School of Health

Semaglutide and the future of obesity care in the UK

Professor Louisa Ellls, Professor of Obesity, recently had an article published in the Lancet about Semaglutide[1], and the recent government announcement of a £40 million two year pilot of the drug to ‘tackle obesity and cut NHS waiting lists’[2]

This blog takes an in-depth look at the use of Semaglutide. 


[1] https://www.thelancet.com/journals/lancet/article/PIIS0140-6736(23)01083-8/fulltext?dgcid=twitter_organic_comment23_lancet&utm_campaign=comment23&utm_content=251877892&utm_medium=social&utm_source=twitter&hss_channel=tw-27013292

[2] https://www.gov.uk/government/news/new-drugs-pilot-to-tackle-obesity-and-cut-nhs-waiting-lists

A doctor taking a woman's pulse during a consultation

Firstly, what is Semaglutide? It’s a new generation of obesity medications called GLP-1 (Glucagon-like Peptide-1) analogues, which is administered by weekly injections for up to 2 years. These drugs work by increasing the activity of the GLP-1 receptor in the brain which can help the body regulate insulin and glucose (sugar) released by the liver, slow the rate the stomach takes to digest and empty food, and reduce appetite[1] – in a nutshell it helps you feel less hungry, more full, and eat less.

Secondly, does it work? And the answer is yes, when tested in a two year randomised controlled trial the patients taking Semaglutide lost on average 15% of their body weight compared to 3% who did not take the drug[2]. But like any drug it can have side effects and these commonly include feeling sick, diarrhoea, bloating (excess gas), and fatigue. There are also some less common but serious potential side effects such as pancreatitis, which is why careful monitoring is so important.

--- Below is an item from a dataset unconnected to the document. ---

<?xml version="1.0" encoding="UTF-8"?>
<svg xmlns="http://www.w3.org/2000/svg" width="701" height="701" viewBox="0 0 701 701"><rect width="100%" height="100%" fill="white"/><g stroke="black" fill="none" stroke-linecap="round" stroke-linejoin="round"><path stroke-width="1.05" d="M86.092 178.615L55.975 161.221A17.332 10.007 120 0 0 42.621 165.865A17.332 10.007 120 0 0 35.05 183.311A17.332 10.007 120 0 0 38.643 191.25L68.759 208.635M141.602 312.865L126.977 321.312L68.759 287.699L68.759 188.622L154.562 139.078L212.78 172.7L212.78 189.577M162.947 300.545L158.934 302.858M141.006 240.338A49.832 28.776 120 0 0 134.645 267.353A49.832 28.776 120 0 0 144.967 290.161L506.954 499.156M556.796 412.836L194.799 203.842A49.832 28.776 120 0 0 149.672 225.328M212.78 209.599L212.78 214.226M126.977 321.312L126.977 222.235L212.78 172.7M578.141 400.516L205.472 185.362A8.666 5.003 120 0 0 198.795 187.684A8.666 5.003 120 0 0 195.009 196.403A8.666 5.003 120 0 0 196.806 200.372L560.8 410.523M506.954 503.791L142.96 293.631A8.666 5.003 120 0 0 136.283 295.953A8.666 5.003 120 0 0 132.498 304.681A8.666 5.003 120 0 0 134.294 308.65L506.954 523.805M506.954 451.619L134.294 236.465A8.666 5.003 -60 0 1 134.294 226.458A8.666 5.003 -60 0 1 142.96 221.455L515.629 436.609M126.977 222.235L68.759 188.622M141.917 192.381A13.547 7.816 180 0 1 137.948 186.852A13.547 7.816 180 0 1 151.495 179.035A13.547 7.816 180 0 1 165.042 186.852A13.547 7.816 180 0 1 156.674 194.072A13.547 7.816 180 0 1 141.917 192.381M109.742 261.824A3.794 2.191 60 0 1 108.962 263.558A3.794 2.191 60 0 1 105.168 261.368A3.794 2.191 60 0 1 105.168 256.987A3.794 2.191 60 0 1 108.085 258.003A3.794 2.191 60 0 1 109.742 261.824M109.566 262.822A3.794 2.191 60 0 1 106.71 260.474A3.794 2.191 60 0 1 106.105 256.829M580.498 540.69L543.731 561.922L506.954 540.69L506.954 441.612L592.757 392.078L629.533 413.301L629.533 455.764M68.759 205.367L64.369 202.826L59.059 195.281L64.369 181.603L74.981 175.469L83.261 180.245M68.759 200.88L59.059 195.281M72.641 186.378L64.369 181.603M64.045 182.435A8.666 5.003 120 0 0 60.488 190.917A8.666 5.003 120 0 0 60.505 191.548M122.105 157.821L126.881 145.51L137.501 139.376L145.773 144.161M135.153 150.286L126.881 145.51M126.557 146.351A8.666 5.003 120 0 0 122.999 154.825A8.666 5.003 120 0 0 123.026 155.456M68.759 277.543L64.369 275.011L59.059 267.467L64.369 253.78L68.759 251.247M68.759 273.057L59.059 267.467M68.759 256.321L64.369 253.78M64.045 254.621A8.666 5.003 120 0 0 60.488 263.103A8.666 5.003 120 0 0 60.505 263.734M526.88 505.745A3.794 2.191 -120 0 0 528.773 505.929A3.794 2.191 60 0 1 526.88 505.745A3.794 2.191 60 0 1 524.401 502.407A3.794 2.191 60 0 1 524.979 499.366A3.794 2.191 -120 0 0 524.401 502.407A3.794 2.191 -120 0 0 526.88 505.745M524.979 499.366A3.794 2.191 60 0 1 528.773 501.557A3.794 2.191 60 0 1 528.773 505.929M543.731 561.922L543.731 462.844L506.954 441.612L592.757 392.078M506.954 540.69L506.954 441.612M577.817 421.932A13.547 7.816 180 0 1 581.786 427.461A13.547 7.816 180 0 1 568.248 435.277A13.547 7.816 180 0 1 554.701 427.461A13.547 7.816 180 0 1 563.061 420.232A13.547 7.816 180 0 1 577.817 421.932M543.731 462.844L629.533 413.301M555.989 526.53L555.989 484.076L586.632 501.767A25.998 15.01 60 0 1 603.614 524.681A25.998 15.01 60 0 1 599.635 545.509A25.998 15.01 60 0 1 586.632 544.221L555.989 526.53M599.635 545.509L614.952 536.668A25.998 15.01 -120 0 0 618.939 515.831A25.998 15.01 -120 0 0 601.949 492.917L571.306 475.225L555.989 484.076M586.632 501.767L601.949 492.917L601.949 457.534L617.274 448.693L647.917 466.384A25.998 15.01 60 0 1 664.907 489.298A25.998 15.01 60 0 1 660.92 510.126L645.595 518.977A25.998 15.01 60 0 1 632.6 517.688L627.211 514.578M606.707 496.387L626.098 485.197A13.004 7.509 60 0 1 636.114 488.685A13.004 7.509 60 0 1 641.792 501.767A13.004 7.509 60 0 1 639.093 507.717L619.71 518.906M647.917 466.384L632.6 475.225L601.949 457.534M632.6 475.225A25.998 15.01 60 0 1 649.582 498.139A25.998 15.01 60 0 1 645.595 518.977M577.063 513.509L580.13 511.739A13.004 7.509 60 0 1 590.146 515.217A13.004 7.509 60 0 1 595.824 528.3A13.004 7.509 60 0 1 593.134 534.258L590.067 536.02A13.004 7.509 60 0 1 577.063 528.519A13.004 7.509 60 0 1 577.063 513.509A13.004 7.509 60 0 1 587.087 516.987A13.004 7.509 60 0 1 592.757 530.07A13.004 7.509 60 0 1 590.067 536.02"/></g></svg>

[1] https://www.diabetes.co.uk/diabetes-medication/semaglutide.html

[2] https://www.nature.com/articles/s41591-022-02026-4

Hand with a blue medical glove holding a injection needle

So why are we concerned? Our commentary in the Lancet highlighted the following concerns we have about Semaglutide:

  1. It’s approved for use on the NHS but it’s only available through specialist weight management centres, and currently not every area in the country has these centres which creates a postcode lottery in terms of potential access to treatment.
  2. Semaglutide is currently available privately but not on the NHS due to supply shortages, which again creates an inequality, with access only available to those who can afford it.
  3. Private purchases of the drug are driving shortages, and there is some evidence of unsafe and inappropriate private prescribing. This is a concern as it could lead to the people who don’t need the drug being prescribed it, or people not being safely monitored and supported whilst taking the drug.
  4. We don’t yet know the long-term effects of taking Semaglutide, and in different population groups, as the trial patients were mainly white women followed over two years.
  5. Some GPs have not had sufficient training in the nutrition and the medication management required whilst caring for patients taking the drug. This could lead to unintended harms such as poor nutrition, weight regain, low blood pressure or low blood sugar.
  6. Obesity is a chronic relapsing disease, therefore weight regain will be inevitable when patients come off the drug, unless they are provided with appropriate person-centred care. This is non-stigmatising care that is tailored to an individual, that addresses the root causes of obesity (for example providing psychological support) and safely manages co-morbidities (other illnesses that patients have in addition to living with obesity).
  7. A focus simply on the use of medication, does not address the complexity of obesity which requires a system wide approach. This includes local and national policies and action that promote opportunities to eat a healthy diet and be physically active.

In summary, obesity is complex chronic disease. Obesity medication can be a useful aid to weight management, providing it is safely and equitably prescribed. However, it will only ever be a sticking plaster unless it is delivered as part of a life-long programme of person-centred care that addresses root causes, manages co-morbidities and is supported by societal and policy actions that enable positive behaviour change.

A man sitting in a chair talking to a doctor

[1] https://www.thelancet.com/journals/lancet/article/PIIS0140-6736(23)01083-8/fulltext?dgcid=twitter_organic_comment23_lancet&utm_campaign=comment23&utm_content=251877892&utm_medium=social&utm_source=twitter&hss_channel=tw-27013292

[1] https://www.gov.uk/government/news/new-drugs-pilot-to-tackle-obesity-and-cut-nhs-waiting-lists

[1] https://www.diabetes.co.uk/diabetes-medication/semaglutide.html

[1] https://www.nature.com/articles/s41591-022-02026-4

Main photo and third photo credits - ecpomedia.org

Professor Louisa Ells

Professor / School Of Health

Louisa is a registered public health nutritionist with a specialist interest in multi-disciplinary, cross-sector applied obesity research. Her research focuses on obesity related public health, service evaluation, inequalities and e-health, delivered using systematic reviewing, mixed method, coproduction and person-centred approaches.